POLYNICE. Oui, par le fait encor plus que par tout discours.
JOCASTE. Eh de quels maux l'exil charge-t-il donc la vie?
POLYNICE. Du plus grand : la franchise alors nous est ravie.
JOCASTE. L'esclave, bien plutôt, trahit la vérité.
POLYNICE. Il faut subir un maitre et sa stupidité".

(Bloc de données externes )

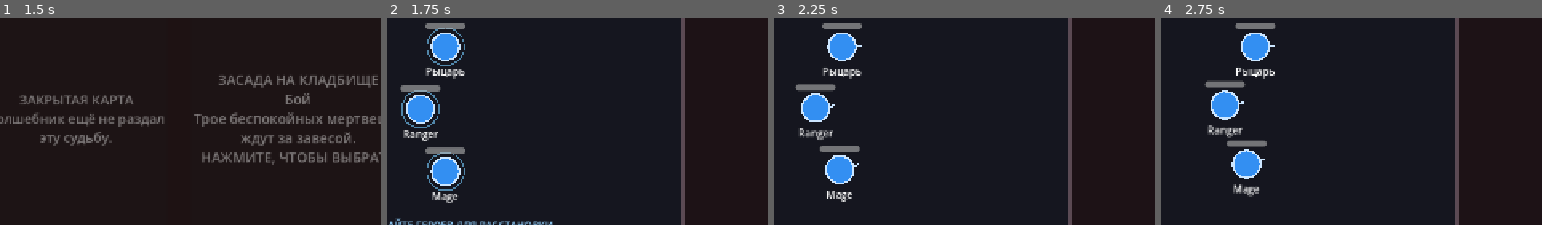
Above: before the commit, frames 1-4 (left to right).
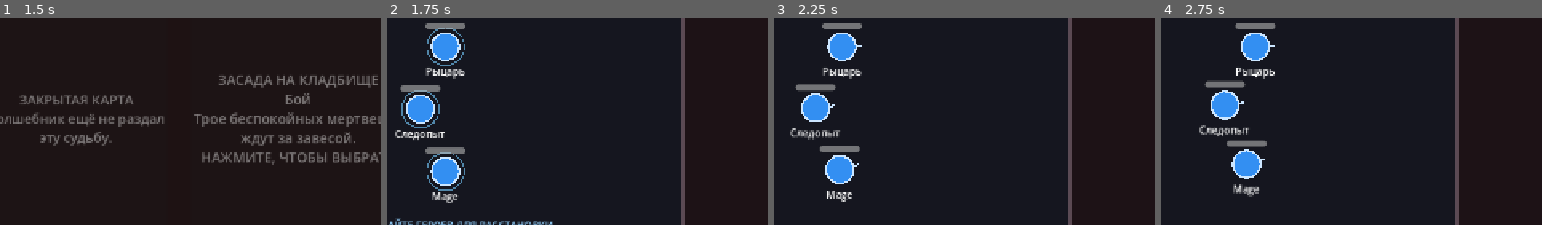
Above: after the commit, the same moments.

Repository: zampolit73/Misdeal
Game: Godot game, scene res://scenes/main/main.tscn
Same seed, same stepped clock (60 frames per second), same inputs: the game is played once before the commit and once after it.
Inputs:
- Up to frame 1 (1.5 s): click "ВОЙТИ В ИГРУ" at 0.5 s; click "ЗАСАДА НА КЛАДБИЩЕ Бой Трое б…" at 1.25 s
- Up to frame 2 (1.75 s): no input
- Up to frame 3 (2.25 s): click "БОЙ" at 2 s
- Up to frame 4 (2.75 s): no input
The pictures show only the part of the screen within x 11-61%, y 29-79%; the shares and areas given below are measured in that part.

Frame 1 is identical in both runs. In frame 2, 0.4% of the frame differs, in the area x 2-16%, y 54-60%; in frame 3, 0.4%, in the area x 4-18%, y 53-59%; in frame 4, 0.4%.

Commit message:
Translate unit display names to Russian

Diff:
--- a/resources/units/ranger.tres
+++ b/resources/units/ranger.tres
@@ -4,7 +4,7 @@
 
 [resource]
 script = ExtResource("1_unit_data")
-unit_name = "Ranger"
+unit_name = "Следопыт"
 max_hp = 90.0
 damage = 14.0
 attack_interval = 0.72
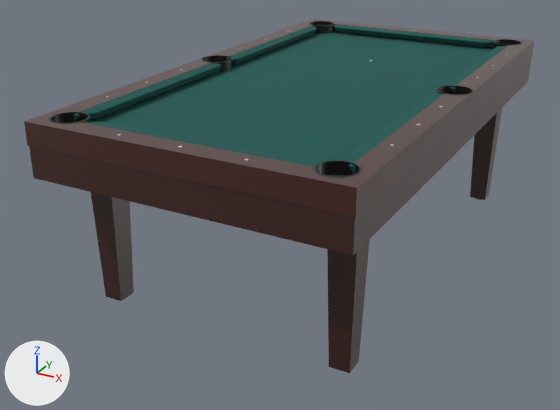
A saved change to the glTF model public/models/table-7ft.glb.
One viewpoint serves both versions: a 50 mm camera at (1.41, -2.99, 0.87) aimed at (-0.14, -0.17, -0.54). Arrows for +X, +Y and +Z are at lower left; the lights stay in place. The picture after the commit comes second. Vertices at exactly the same position are counted once.

Names of what the first picture shows: '7ft-apron', '7ft-bed', '7ft-cushion-0', '7ft-cushion-1', '7ft-cushion-2', '7ft-cushion-4', '7ft-cushion-5', '7ft-legs', '7ft-liners', '7ft-rails' and 2 more.
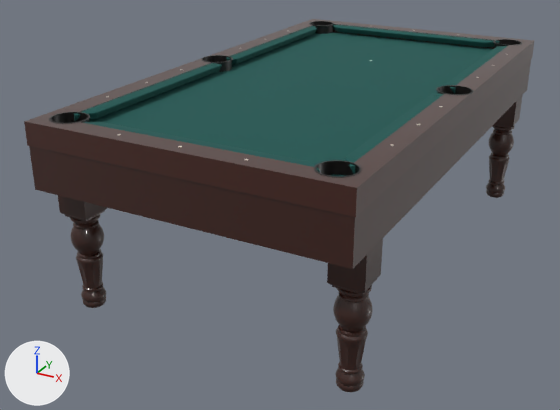
Commit message: feat(table): turn the legs, after photographs of real tables

What changed in the scene script:
```text
Change me_apron_outer_001:
    used by ob_7ft_apron; location = (0.0, 0.0, 0.0)
    remove me_apron_outer_001.from_pydata(...)  # 16 vertices, 32 faces; spans x -0.63..0.63, y -1.13..1.13, z -0.17..-0.04
    add me_apron_outer_001.from_pydata(...)  # 16 vertices, 32 faces; spans x -0.63..0.63, y -1.13..1.13, z -0.22..-0.04
    me_apron_outer_001 part 1: the whole mesh is scaled about its middle by (1, 1, 1.36), then moved by (0.0, 0.0, -0.02)
Change me_leg_0_001:
    used by ob_7ft_legs; location = (0.0, 0.0, 0.0)
    remove me_leg_0_001.from_pydata(...)  # 32 vertices, 48 faces; spans x -0.56..0.56, y -0.93..0.93, z -0.75..-0.17
    add me_leg_0_001.from_pydata(...)  # 6860 vertices, 13696 faces; spans x -0.63..0.63, y -1.02..1.02, z -0.76..-0.21
    me_leg_0_001 part 2: 7 vertices removed from x -0.56..-0.45, y -0.93..-0.82, z -0.75..-0.17; 1714 vertices added at x -0.63..-0.5, y -1.02..-0.89, z -0.76..-0.21
    me_leg_0_001 part 3: 7 vertices removed from x 0.45..0.56, y -0.93..-0.82, z -0.75..-0.17; 1714 vertices added at x 0.5..0.63, y -1.02..-0.89, z -0.76..-0.21
    me_leg_0_001 part 4: 7 vertices removed from x 0.45..0.56, y 0.82..0.93, z -0.75..-0.17; 1714 vertices added at x 0.5..0.63, y 0.89..1.02, z -0.76..-0.21
    other edits to the shape of me_leg_0_001 do not show in these pictures
```

Location of each change, (x1, y1, x2, y2) in pixels of the pictures (560 x 410 px):
'7ft-apron', rescaled (7% taller)
    before: (29, 59, 531, 255)
    after: (29, 59, 531, 269)
'7ft-legs', reshaped (13% wider, 12% taller)
    before: (91, 108, 502, 373)
    after: (58, 94, 523, 392)
part 2 of me_leg_0_001, reshaped
    before: (91, 192, 134, 301)
    after: (58, 195, 107, 308)
part 3 of me_leg_0_001, built on
    before: (327, 239, 370, 373)
    after: (327, 238, 383, 392)
part 4 of me_leg_0_001, reshaped
    before: (470, 108, 502, 200)
    after: (486, 94, 523, 198)

Disons, avant tout, que ces boutades ne sont ni justes ni
vraies. D'abord l'habitude de ne pas révéler sa pensée appartient
moins aux esclaves qu'à l'homme prudent. Ce dernier
sait à merveille que certaines conjonctures, certaines
affaires veulent de la réserve et du silence, comme Euripide
lui-même l'a dit ailleurs plus judicieusement :
"Il faut savoir se taire et parler à propos".
Ensuite, pour ce qui est de supporter la stupidité et l'ignorance
d'hommes plus puissants, ce n'est pas moins en
restant chez soi que dans l'exil, qu'on est contraint de la
subir. J'irai même plus loin. Souvent ceux qui restent n'ont
pas le franc parler des bannis, à l'égard de ceux qui exercent
dans les villes une domination injuste : la crainte des
dénonciations ou de la violence rend muets les premiers.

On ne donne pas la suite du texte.